The following post shows the steps to recreate an example of linear regression in Scala.
Set the data set
Defines the set of data to apply to the model.
import org.apache.spark.ml.linalg.Vectors val df = spark.createDataFrame(Seq( (0, 60), (0, 56), (0, 54), (0, 62), (0, 61), (0, 53), (0, 55), (0, 62), (0, 64), (1, 73), (1, 78), (1, 67), (1, 68), (1, 78) )).toDF("fail" , "temperature")
Define the model by means of pipes
import org.apache.spark.ml.Pipeline import org.apache.spark.ml.feature.VectorAssembler import org.apache.spark.ml.regression.{LinearRegression, LinearRegressionModel}
// Defining features val features = new VectorAssembler() .setInputCols(Array("temperature")) .setOutputCol("features")
// Define model to use val lr = new LinearRegression().setLabelCol("fail")
// Create a pipeline that associates the model with the data processing sequence val pipeline = new Pipeline().setStages(Array(features, lr))
// Run the Model val model = pipeline.fit(df)
Show model Results
val linRegModel = model.stages(1).asInstanceOf[LinearRegressionModel]
println(s"RMSE: ${linRegModel.summary.rootMeanSquaredError}") println(s"r2: ${linRegModel.summary.r2}") println(s"Model: Y = ${linRegModel.coefficients(0)} * X + ${linRegModel.intercept}")

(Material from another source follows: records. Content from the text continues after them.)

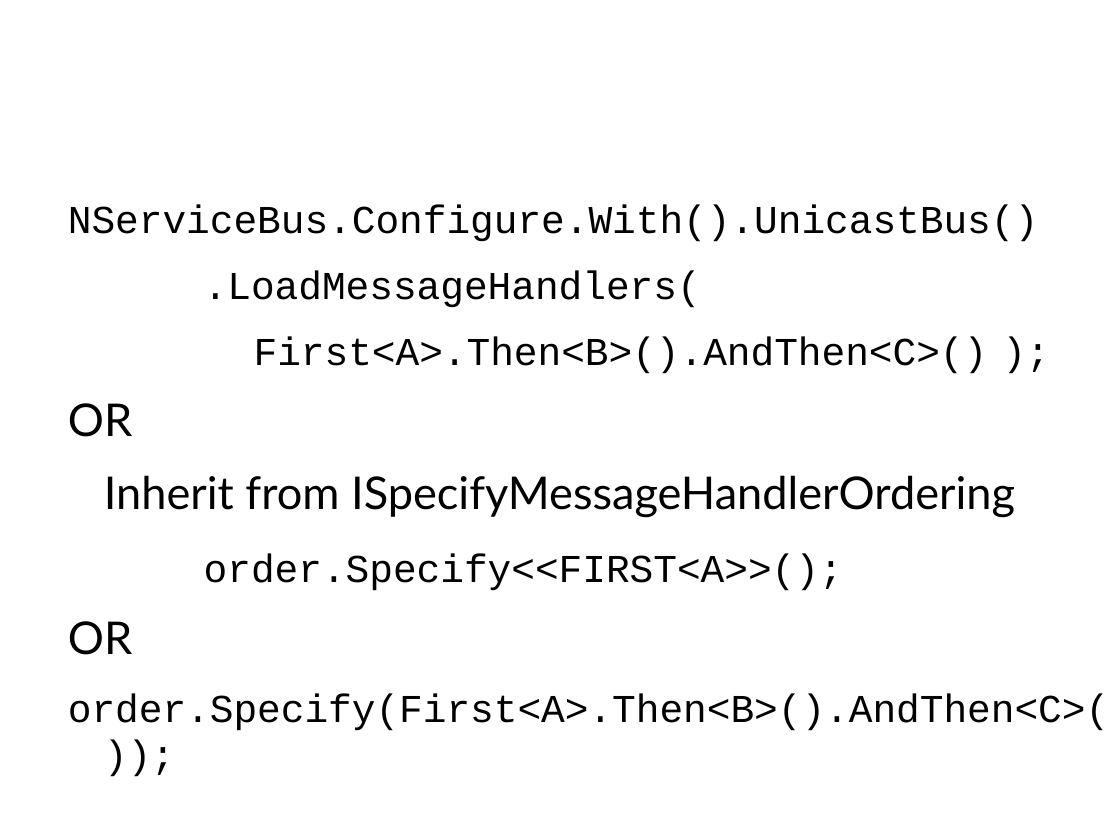
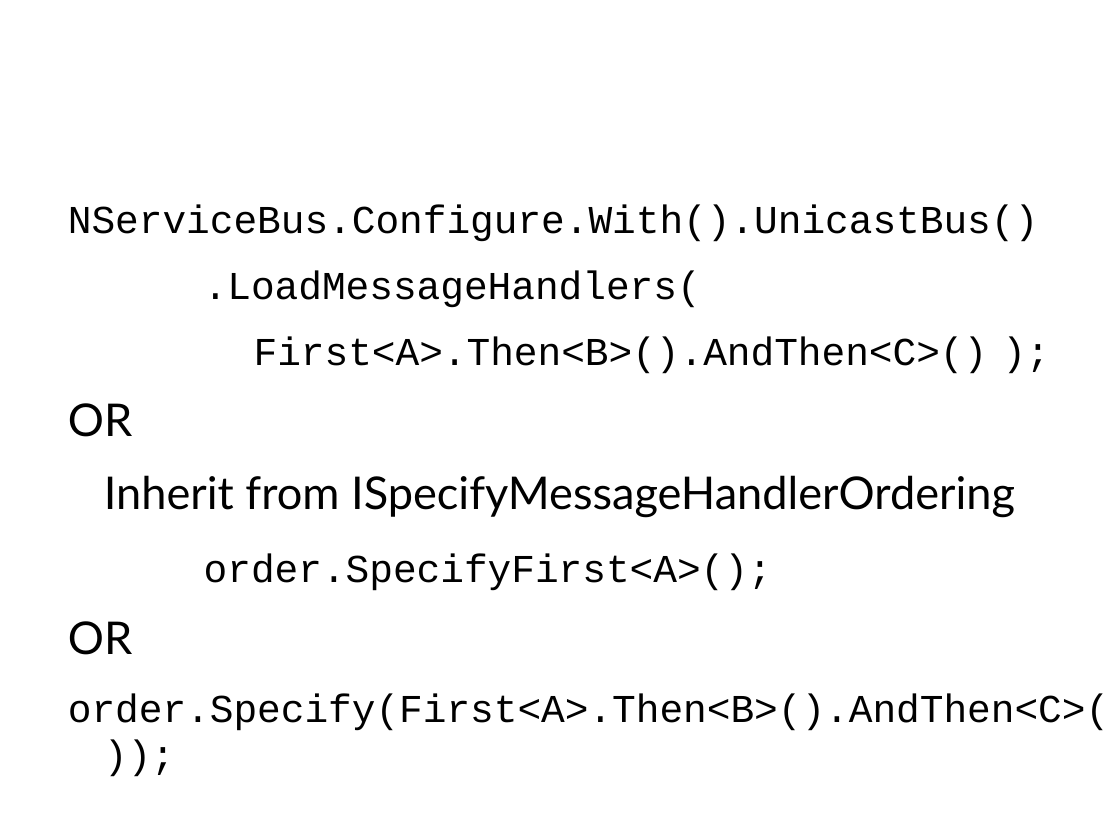
Before and after one commit to Particular/Course.Slides, a slide deck: slide 33 of EnterpriseDevelopmentWithNServiceBus.pptx. Drawn at 1120x840 pixels with LibreOffice and Linux fonts; fonts in the diff are those of the drawing; background and template pictures are left out. Boxes give left, top, right and bottom in pixels: in the first picture for what was removed or moved away, otherwise in the second. Text is boxed around its words. In the diff, an @@ line names an element or a change of style, - is before the commit and + after.

```diff
--- a/EnterpriseDevelopmentWithNServiceBus.pptx
+++ b/EnterpriseDevelopmentWithNServiceBus.pptx
@@ text at (204, 553, 772, 591): text changed @@
-order.Specify<<FIRST<A>>();
+order.SpecifyFirst<A>();
```
Also in this commit, not shown: 4 other slides changed.

linRegModel.summary.residuals.show() RMSE: 0.24965353110553395 r2: 0.7285317871929219 Model: Y = 0.05114497726003437 * X + -2.8978696241921877 +--------------------+ | residuals| +--------------------+ |-0.17082901140987428| |0.033750897630262955| | 0.13604085215033157| |-0.27311896592994334| | -0.2219739886699088| | 0.1871858294103661| | 0.08489587489029748| |-0.27311896592994334| |-0.37540892045001195| | 0.1642862842096786| |-0.09143860209049315| | 0.4711561477698849| | 0.4200111705098504| |-0.09143860209049315| +--------------------+
Show predictions
val result = model.transform(df).select("temperature", "fail", "prediction") result.show() +-----------+-------+--------------------+ |temperature| fail | prediction| +-----------+-------+--------------------+ | 60| 0| 0.17082901140987428| | 56| 0|-0.03375089763026...| | 54| 0|-0.13604085215033157| | 62| 0| 0.27311896592994334| | 61| 0| 0.2219739886699088| | 53| 0| -0.1871858294103661| | 55| 0|-0.08489587489029748| | 62| 0| 0.27311896592994334| | 64| 0| 0.37540892045001195| | 73| 1| 0.8357137157903214 | | 73 | 1 | 0.8357137157903214 | | 78 | 1 | 1.0914386020904931 | | 67 | 1 | 0.5288438522301151 | | 68 | 1 | 0.5799888294901496 | | 78 | 1 | 1.0914386020904931 | +-----------+-------+--------------------+
val result = model.transform(data).select(“temperature”, “fail”, “prediction”)
result.show()
getting error in finding “data”
Hey, data means dataframe. Just replace data by df
Thanks Rushi. I changed your comment.